**Exercise brief**. Give back the entries exactly as they read, leaving each image out.

Records from a data collection
◆ ◆ ◆ ◆

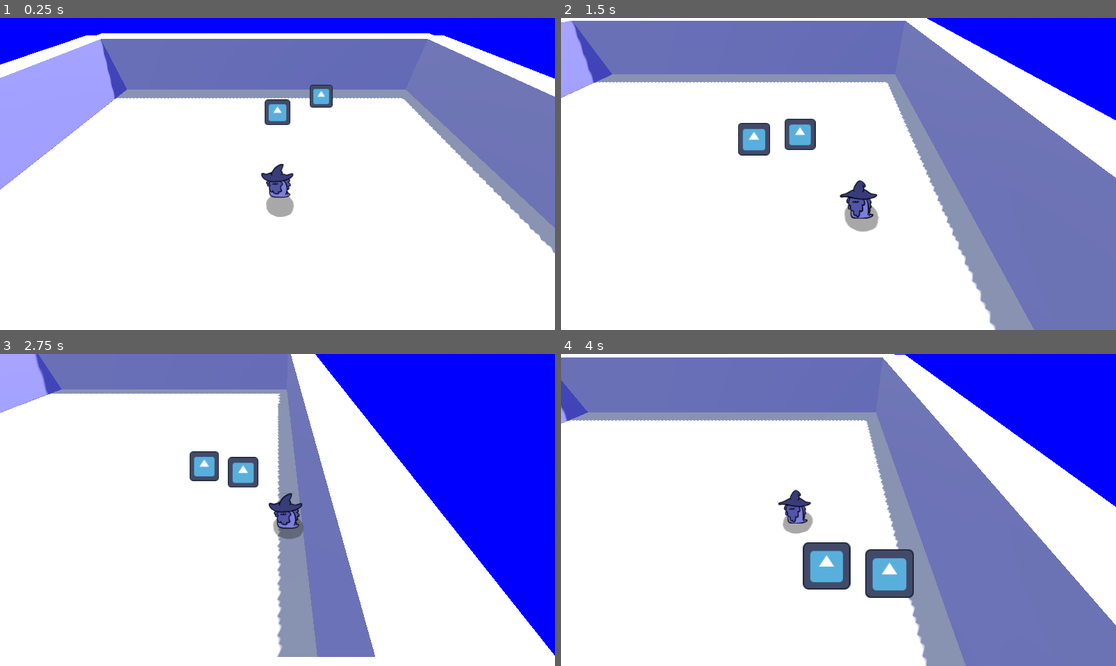
Above: before the commit, frames 1-4 (two rows, left to right).
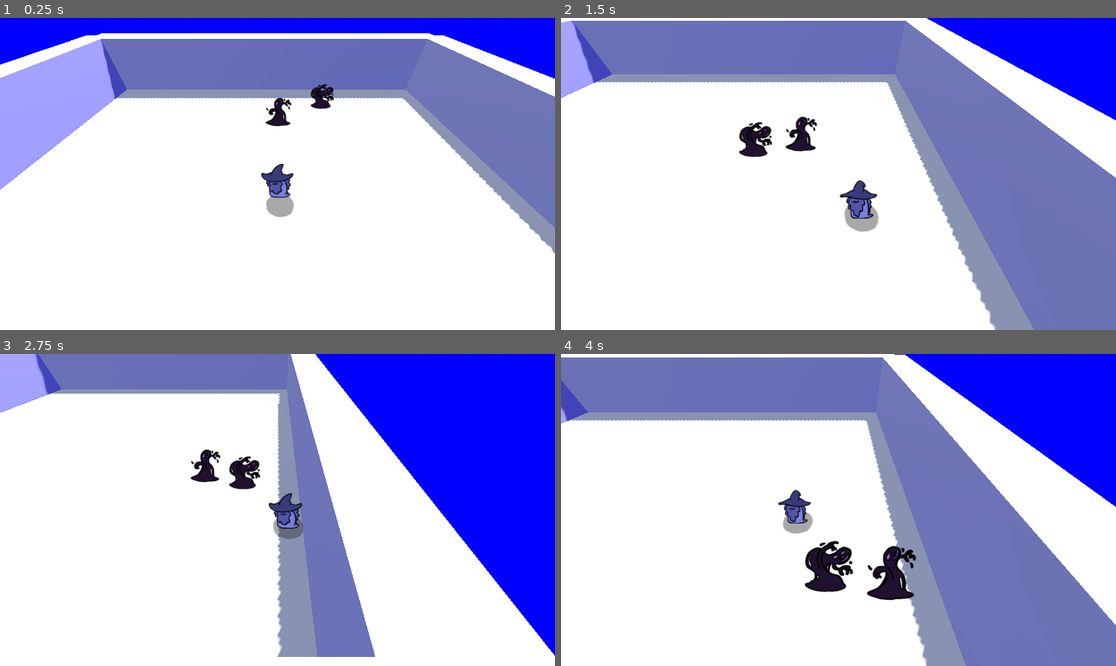
Above: after the commit, the same moments.

Repository: YhagoTomasini/GMTK_026
Game: Godot game, scene res://Scenes/world.tscn
Same seed, same stepped clock (60 frames per second), same inputs: the game is played once before the commit and once after it. The engine's default icon, where the game draws it, is replaced by a stand-in: a white triangle on a blue panel in a dark square.
Inputs:
- Up to frame 1 (0.25 s): no input
- Up to frame 2 (1.5 s): tap Enter (ui_accept) at 0.5, 0.77 s; hold Right (ui_right) 0.53-1.28 s; hold Down (ui_down) from 1.28 s (still down)
- Up to frame 3 (2.75 s): tap Enter (ui_accept) at 1.52 s; release Down (ui_down) at 2.03 s; hold Right (ui_right) from 2.03 s (still down)
- Up to frame 4 (4 s): release Right (ui_right) at 2.78 s; hold Up (ui_up) 2.78-3.53 s; tap Enter (ui_accept) at 3.02, 3.77 s; hold Left (ui_left) from 3.53 s (still down)

The runs differ from the first frame. In frame 1, 0.7% of the frame differs, in the area x 47-61%, y 21-35%; in frame 2, 1.2%; in frame 3, 1.1%; in frame 4, 2.8%, in the area x 43-64%, y 59-80%.

Commit message:
inimigo anim

Diff:
--- a/gmtk-026/Prefabs/slime_1.tscn
+++ b/gmtk-026/Prefabs/slime_1.tscn
@@ -1,16 +1,41 @@
-[gd_scene load_steps=6 format=3 uid="uid://cncvv1t8mmyyw"]
+[gd_scene load_steps=10 format=3 uid="uid://cncvv1t8mmyyw"]
 
 [ext_resource type="Script" uid="uid://viy85eyns7p1" path="res://Scripts/slime_1.gd" id="1_n3tpi"]
-[ext_resource type="Texture2D" uid="uid://ccqu6e83o71ue" path="res://icon.svg" id="2_5ivo8"]
+[ext_resource type="Texture2D" uid="uid://duid0scrnkuxa" path="res://Assets/slime1_spritesheet.png" id="2_op0xf"]
 [ext_resource type="Script" uid="uid://bqenbxwtndjxk" path="res://Scripts/Look_at_camera.gd" id="4_0lvod"]
 
 [sub_resource type="SphereShape3D" id="SphereShape3D_op0xf"]
+
+[sub_resource type="AtlasTexture" id="AtlasTexture_n3tpi"]
+atlas = ExtResource("2_op0xf")
+region = Rect2(1, 1, 145, 145)
+
+[sub_resource type="AtlasTexture" id="AtlasTexture_5ivo8"]
+atlas = ExtResource("2_op0xf")
+region = Rect2(147, 1, 145, 145)
+
+[sub_resource type="AtlasTexture" id="AtlasTexture_lx30c"]
+atlas = ExtResource("2_op0xf")
+region = Rect2(1, 147, 145, 145)
+
+[sub_resource type="AtlasTexture" id="AtlasTexture_0lvod"]
+atlas = ExtResource("2_op0xf")
+region = Rect2(147, 147, 145, 145)
 
 [sub_resource type="SpriteFrames" id="SpriteFrames_fw6wf"]
 animations = [{
 "frames": [{
 "duration": 1.0,
-"texture": ExtResource("2_5ivo8")
+"texture": SubResource("AtlasTexture_n3tpi")
+}, {
+"duration": 1.0,
+"texture": SubResource("AtlasTexture_5ivo8")
+}, {
+"duration": 1.0,
+"texture": SubResource("AtlasTexture_lx30c")
+}, {
+"duration": 1.0,
+"texture": SubResource("AtlasTexture_0lvod")
 }],
 "loop": true,
 "name": &"default",
@@ -18,6 +43,7 @@
 }]
 
 [node name="Slime_1" type="CharacterBody3D" groups=["enemies"]]
+collision_layer = 4
 script = ExtResource("1_n3tpi")
 
 [node name="nav_agent" type="NavigationAgent3D" parent="."]
@@ -32,7 +58,9 @@
 
 [node name="animSprite" type="AnimatedSprite3D" parent="."]
 transform = Transform3D(0.6, 0, 0, 0, 0.6, 0, 0, 0, 0.6, 0, 0, 0)
+modulate = Color(0.7517824, 0.460258, 1, 1)
 sprite_frames = SubResource("SpriteFrames_fw6wf")
+autoplay = "default"
 frame_progress = 0.29382774
 script = ExtResource("4_0lvod")
 
--- a/gmtk-026/Scripts/Look_at_camera.gd
+++ b/gmtk-026/Scripts/Look_at_camera.gd
@@ -1,6 +1,8 @@
 extends AnimatedSprite3D
 
 func _ready() -> void:
+	frame = randi_range(0, 3)
+
 	if get_parent().name == "player":
 		var cam := get_viewport().get_camera_3d()
 		if cam:
Binary file added: gmtk-026/Assets/slime1_spritesheet.png
Not shown, added: gmtk-026/Assets/slime1_spritesheet.png.import

◆ ◆ ◆ ◆

**Exercise output**.
Above: before the commit, frames 1-4 (two rows, left to right).
Above: after the commit, the same moments.

Repository: YhagoTomasini/GMTK_026
Game: Godot game, scene res://Scenes/world.tscn
Same seed, same stepped clock (60 frames per second), same inputs: the game is played once before the commit and once after it. The engine's default icon, where the game draws it, is replaced by a stand-in: a white triangle on a blue panel in a dark square.
Inputs:
- Up to frame 1 (0.25 s): no input
- Up to frame 2 (1.5 s): tap Enter (ui_accept) at 0.5, 0.77 s; hold Right (ui_right) 0.53-1.28 s; hold Down (ui_down) from 1.28 s (still down)
- Up to frame 3 (2.75 s): tap Enter (ui_accept) at 1.52 s; release Down (ui_down) at 2.03 s; hold Right (ui_right) from 2.03 s (still down)
- Up to frame 4 (4 s): release Right (ui_right) at 2.78 s; hold Up (ui_up) 2.78-3.53 s; tap Enter (ui_accept) at 3.02, 3.77 s; hold Left (ui_left) from 3.53 s (still down)

The runs differ from the first frame. In frame 1, 0.7% of the frame differs, in the area x 47-61%, y 21-35%; in frame 2, 1.2%; in frame 3, 1.1%; in frame 4, 2.8%, in the area x 43-64%, y 59-80%.

Commit message:
inimigo anim

Diff:
--- a/gmtk-026/Prefabs/slime_1.tscn
+++ b/gmtk-026/Prefabs/slime_1.tscn
@@ -1,16 +1,41 @@
-[gd_scene load_steps=6 format=3 uid="uid://cncvv1t8mmyyw"]
+[gd_scene load_steps=10 format=3 uid="uid://cncvv1t8mmyyw"]
 
 [ext_resource type="Script" uid="uid://viy85eyns7p1" path="res://Scripts/slime_1.gd" id="1_n3tpi"]
-[ext_resource type="Texture2D" uid="uid://ccqu6e83o71ue" path="res://icon.svg" id="2_5ivo8"]
+[ext_resource type="Texture2D" uid="uid://duid0scrnkuxa" path="res://Assets/slime1_spritesheet.png" id="2_op0xf"]
 [ext_resource type="Script" uid="uid://bqenbxwtndjxk" path="res://Scripts/Look_at_camera.gd" id="4_0lvod"]
 
 [sub_resource type="SphereShape3D" id="SphereShape3D_op0xf"]
+
+[sub_resource type="AtlasTexture" id="AtlasTexture_n3tpi"]
+atlas = ExtResource("2_op0xf")
+region = Rect2(1, 1, 145, 145)
+
+[sub_resource type="AtlasTexture" id="AtlasTexture_5ivo8"]
+atlas = ExtResource("2_op0xf")
+region = Rect2(147, 1, 145, 145)
+
+[sub_resource type="AtlasTexture" id="AtlasTexture_lx30c"]
+atlas = ExtResource("2_op0xf")
+region = Rect2(1, 147, 145, 145)
+
+[sub_resource type="AtlasTexture" id="AtlasTexture_0lvod"]
+atlas = ExtResource("2_op0xf")
+region = Rect2(147, 147, 145, 145)
 
 [sub_resource type="SpriteFrames" id="SpriteFrames_fw6wf"]
 animations = [{
 "frames": [{
 "duration": 1.0,
-"texture": ExtResource("2_5ivo8")
+"texture": SubResource("AtlasTexture_n3tpi")
+}, {
+"duration": 1.0,
+"texture": SubResource("AtlasTexture_5ivo8")
+}, {
+"duration": 1.0,
+"texture": SubResource("AtlasTexture_lx30c")
+}, {
+"duration": 1.0,
+"texture": SubResource("AtlasTexture_0lvod")
 }],
 "loop": true,
 "name": &"default",
@@ -18,6 +43,7 @@
 }]
 
 [node name="Slime_1" type="CharacterBody3D" groups=["enemies"]]
+collision_layer = 4
 script = ExtResource("1_n3tpi")
 
 [node name="nav_agent" type="NavigationAgent3D" parent="."]
@@ -32,7 +58,9 @@
 
 [node name="animSprite" type="AnimatedSprite3D" parent="."]
 transform = Transform3D(0.6, 0, 0, 0, 0.6, 0, 0, 0, 0.6, 0, 0, 0)
+modulate = Color(0.7517824, 0.460258, 1, 1)
 sprite_frames = SubResource("SpriteFrames_fw6wf")
+autoplay = "default"
 frame_progress = 0.29382774
 script = ExtResource("4_0lvod")
 
--- a/gmtk-026/Scripts/Look_at_camera.gd
+++ b/gmtk-026/Scripts/Look_at_camera.gd
@@ -1,6 +1,8 @@
 extends AnimatedSprite3D
 
 func _ready() -> void:
+	frame = randi_range(0, 3)
+
 	if get_parent().name == "player":
 		var cam := get_viewport().get_camera_3d()
 		if cam:
Binary file added: gmtk-026/Assets/slime1_spritesheet.png
Not shown, added: gmtk-026/Assets/slime1_spritesheet.png.import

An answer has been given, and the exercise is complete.